===== Exercise data =====

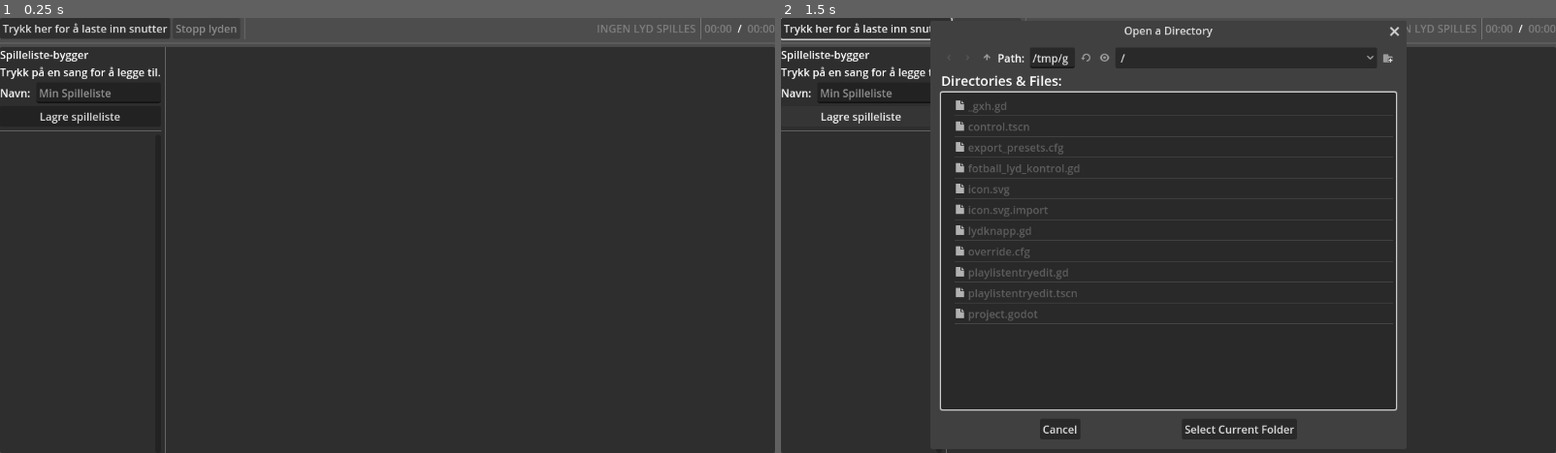
Above: before the commit, frames 1-2 (left to right).
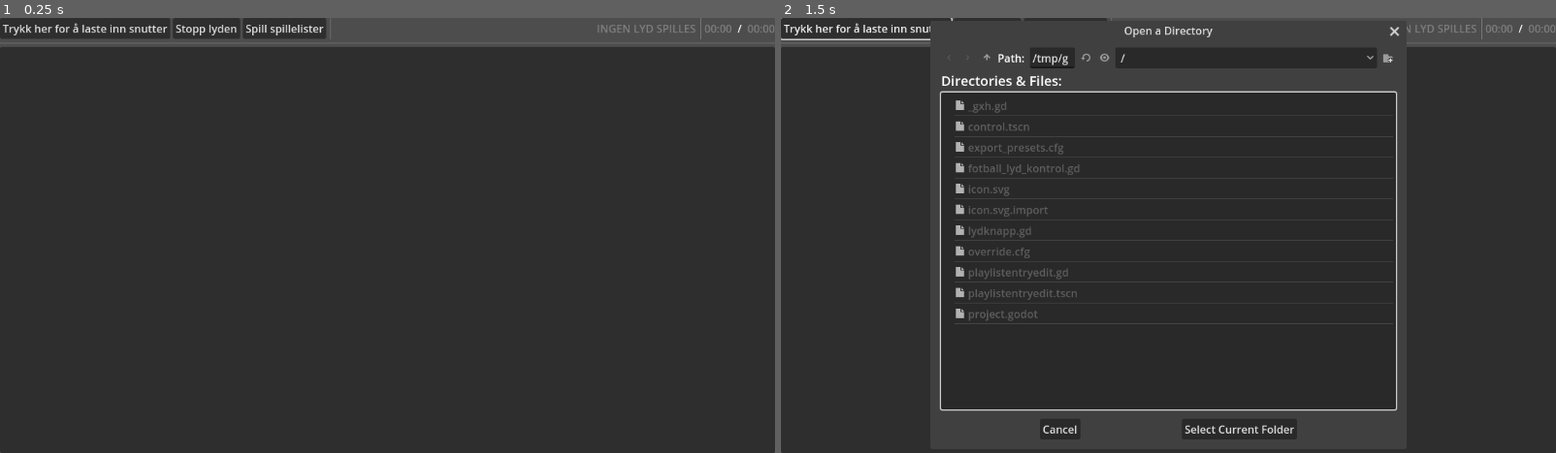
Above: after the commit, the same moments.

Repository: KvaGram/fotballklubb_music_app
Game: Godot game, scene res://control.tscn
Same seed, same stepped clock (60 frames per second), same inputs: the game is played once before the commit and once after it.
Inputs (mouse positions are in pixels of both pictures, inside the frame that each line leads up to):
- Up to frame 1 (0.25 s): no input
- Up to frame 2 (1.5 s): click "Trykk her for å laste inn snu…" at 0.5 s; click (858, 118) at 1.25 s, where only the run before the commit has a clickable "Lagre spilleliste"

The runs differ from the first frame. In frame 1, 1.3% of the frame differs, in the area x 0-43%, y 0-100%; in frame 2, 0.7%.

Commit message:
Add playlist mode - replace old flags with enum
Still work in progress. work on playlist mode has started. Editor is working, but only partially tested. Replaced the mode flags with an enum, as there are now three modes - single, playlist and playlist edit.
Added a warning feedback to playlist editor, warning user when they forget to mind the playlist name.

Diff:
--- a/control.tscn
+++ b/control.tscn
@@ -34,7 +34,8 @@
 layout_mode = 2
 size_flags_vertical = 4
 
-[node name="getSound" type="Button" parent="VBoxContainer/HBoxContainer"]
+[node name="GetSound" type="Button" parent="VBoxContainer/HBoxContainer"]
+unique_name_in_owner = true
 layout_mode = 2
 size_flags_horizontal = 0
 size_flags_vertical = 4
@@ -46,6 +47,11 @@
 size_flags_horizontal = 8
 size_flags_vertical = 4
 text = "Stopp lyden"
+
+[node name="Playmode" type="Button" parent="VBoxContainer/HBoxContainer"]
+unique_name_in_owner = true
+layout_mode = 2
+text = "til spillelister"
 
 [node name="VSeparator" type="VSeparator" parent="VBoxContainer/HBoxContainer"]
 layout_mode = 2
@@ -111,19 +117,28 @@
 text = "Spilleliste-bygger
 Trykk på en sang for å legge til."
 
-[node name="navnboks" type="HBoxContainer" parent="VBoxContainer/ScrollContainer/Tabs/snuttcontainer/Plistbuilder/VBoxContainer"]
+[node name="ListNameEditBox" type="HBoxContainer" parent="VBoxContainer/ScrollContainer/Tabs/snuttcontainer/Plistbuilder/VBoxContainer"]
+unique_name_in_owner = true
 layout_mode = 2
 
-[node name="Label" type="Label" parent="VBoxContainer/ScrollContainer/Tabs/snuttcontainer/Plistbuilder/VBoxContainer/navnboks"]
+[node name="Label" type="Label" parent="VBoxContainer/ScrollContainer/Tabs/snuttcontainer/Plistbuilder/VBoxContainer/ListNameEditBox"]
 layout_mode = 2
 text = "Navn: "
 
-[node name="LineEdit" type="LineEdit" parent="VBoxContainer/ScrollContainer/Tabs/snuttcontainer/Plistbuilder/VBoxContainer/navnboks"]
+[node name="ListNameEntry" type="LineEdit" parent="VBoxContainer/ScrollContainer/Tabs/snuttcontainer/Plistbuilder/VBoxContainer/ListNameEditBox"]
+unique_name_in_owner = true
 layout_mode = 2
 size_flags_horizontal = 3
 placeholder_text = "Min Spilleliste"
 
-[node name="Button" type="Button" parent="VBoxContainer/ScrollContainer/Tabs/snuttcontainer/Plistbuilder/VBoxContainer"]
+[node name="ListNameWarn" type="Label" parent="VBoxContainer/ScrollContainer/Tabs/snuttcontainer/Plistbuilder/VBoxContainer/ListNameEditBox"]
+unique_name_in_owner = true
+layout_mode = 2
+theme_override_colors/font_color = Color(1, 0, 0, 1)
+theme_override_colors/font_outline_color = Color(0.764706, 0.764706, 0, 1)
+text = "!!!"
+
+[node name="SavePlaylist" type="Button" parent="VBoxContainer/ScrollContainer/Tabs/snuttcontainer/Plistbuilder/VBoxContainer"]
 layout_mode = 2
 text = "Lagre spilleliste"
 
@@ -149,6 +164,23 @@
 layout_mode = 2
 size_flags_vertical = 3
 
+[node name="playlistcontainer" type="ScrollContainer" parent="VBoxContainer/ScrollContainer/Tabs"]
+visible = false
+layout_mode = 2
+horizontal_scroll_mode = 0
+vertical_scroll_mode = 2
+
+[node name="newplaylist" type="VBoxContainer" parent="VBoxContainer/ScrollContainer/Tabs/playlistcontainer"]
+layout_mode = 2
+
+[node name="NewPlaylistBtn" type="Button" parent="VBoxContainer/ScrollContainer/Tabs/playlistcontainer/newplaylist"]
+layout_mode = 2
+text = "Trykk her for å lage ny spilleliste"
+
 [connection signal="dir_selected" from="FileDialog" to="." method="_on_file_dialog_dir_selected"]
-[connection signal="pressed" from="VBoxContainer/HBoxContainer/getSound" to="." method="_on_get_sound_pressed"]
+[connection signal="pressed" from="VBoxContainer/HBoxContainer/GetSound" to="." method="_on_get_sound_pressed"]
 [connection signal="pressed" from="VBoxContainer/HBoxContainer/StopSound" to="." method="_on_stop_sound_pressed"]
+[connection signal="pressed" from="VBoxContainer/HBoxContainer/Playmode" to="." method="_on_playmode_pressed"]
+[connection signal="text_changed" from="VBoxContainer/ScrollContainer/Tabs/snuttcontainer/Plistbuilder/VBoxContainer/ListNameEditBox/ListNameEntry" to="." method="_on_list_name_entry_text_changed"]
+[connection signal="pressed" from="VBoxContainer/ScrollContainer/Tabs/snuttcontainer/Plistbuilder/VBoxContainer/SavePlaylist" to="." method="_on_save_playlist_pressed"]
+[connection signal="pressed" from="VBoxContainer/ScrollContainer/Tabs/playlistcontainer/newplaylist/NewPlaylistBtn" to="." method="_on_new_playlist_btn_pressed"]
--- a/fotball_lyd_kontrol.gd
+++ b/fotball_lyd_kontrol.gd
@@ -2,12 +2,15 @@
 
 var config:ConfigFile
 var _config_path:String = "user://scores.cfg"
+enum Mode { SINGLE=0,PLAYLIST=1,PLAYLISTEDIT=2 }
 
+var mode:Mode
 var audio:AudioStreamPlayer
 var dir:String = ""
 var was_playing_audio:bool = false
+#var playlist_mode:bool = false
 
-var playlist_edit_mode:bool = false
+#var playlist_edit_mode:bool = false
 var playlistedit_entries:Array[String] = []
 var playlistedit_name
 
@@ -20,6 +23,7 @@
 	%audiolength.text = "00:00"
 	%audiotime.text = "00:00"
 
+
 	#load user config
 	config = ConfigFile.new()
 	var err:int = config.load(_config_path)
@@ -27,10 +31,16 @@
 		dir = config.get_value("lastused", "dir", "")
 		if dir != "":
 			_on_file_dialog_dir_selected(dir)
+	clearPlaylistEdit()
+	setmode(Mode.SINGLE)
 
-	#_on_disable_playlist_edit()
-	_on_enable_playlist_edit()
-
+func setmode(newMode):
+	mode = newMode
+	%Tabs.current_tab = 1 if mode==Mode.PLAYLIST else 0
+	%Playmode.text = "Spill spillelister" if mode == Mode.SINGLE else "Spill enkeltlåter"
+	%GetSound.disabled = mode == Mode.PLAYLIST
+	%StopSound.disabled = mode == Mode.PLAYLISTEDIT
+	%Plistbuilder.visible = mode == Mode.PLAYLISTEDIT
 
 func _process(delta):
 	if audio.playing == true:
@@ -65,7 +75,7 @@
 	%FileDialog.popup_centered(Vector2i(600, 600))
 
 func on_audio_pressed(path:String):
-	if playlist_edit_mode:
+	if mode == Mode.PLAYLISTEDIT:
 		add_to_playlist(path)
 	else:
 		play(path)
@@ -99,18 +109,48 @@
 func _on_stop_sound_pressed():
 	audio.stop()
 
+#### PLAYLIST MODE ####
+func _on_playmode_pressed():
+	if mode == Mode.SINGLE:
+		setmode(Mode.PLAYLIST)
+	else:
+		setmode(Mode.SINGLE)
+func _on_new_playlist_btn_pressed():
+	setmode(Mode.PLAYLISTEDIT)
+
+func update_playlists():
+	#updates the list of playlists
+	pass #TODO
+
 #### PLAYLIST EDIT ####
+func _on_save_playlist_pressed():
+	var name = %ListNameEntry.text
+	if len(name) < 2:
+		%ListNameWarn.visible = true
+		%ListNameEditBox.tooltip_text = "Navnet er for kort"
+		return
+	elif config.has_section_key("playlists", "name") && not Input.is_key_pressed(KEY_SHIFT):
+		%ListNameWarn.visible = true #ERROR! This seem to have passed without holding shift.
+		%ListNameEditBox.tooltip_text = "En spilleliste med det navnet finner allerede. Hold inne shift for å overskrive"
+		return
+	config.set_value("playlists", name, playlistedit_entries.duplicate())
+	config.save(_config_path)
+	clearPlaylistEdit()
+	update_playlists()
+	setmode(Mode.PLAYLIST)
 
-func _on_enable_playlist_edit():
-	playlist_edit_mode = true
-	%Plistbuilder.visible = true
-	_on_stop_sound_pressed()
-	%StopSound.disabled = true
+func _on_list_name_entry_text_changed(_new_text):
+	%ListNameWarn.visible = false
+	%ListNameEditBox.tooltip_text = "..."
 
-func _on_disable_playlist_edit():
-	playlist_edit_mode = false
-	%Plistbuilder.visible = false
-	%StopSound.disabled = false
+func clearPlaylistEdit():
+	%ListNameWarn.visible = false
+	%ListNameEditBox.tooltip_text = "ingen feil"
+	%ListNameEntry.clear()
+	playlistedit_entries.clear()
+	for c in %Plistentryeditors.get_children():
+		%Plistentryeditors.remove_child(c)
+		c.queue_free()
 
 func add_to_playlist(path:String):
 	var entrybox:Node = playlistentryedit.instantiate()

=====

## Exercise objective
Report all lines in the records that include the string "bool".

## Finished task
 var was_playing_audio:bool = false
+#var playlist_mode:bool = false
-var playlist_edit_mode:bool = false
+#var playlist_edit_mode:bool = false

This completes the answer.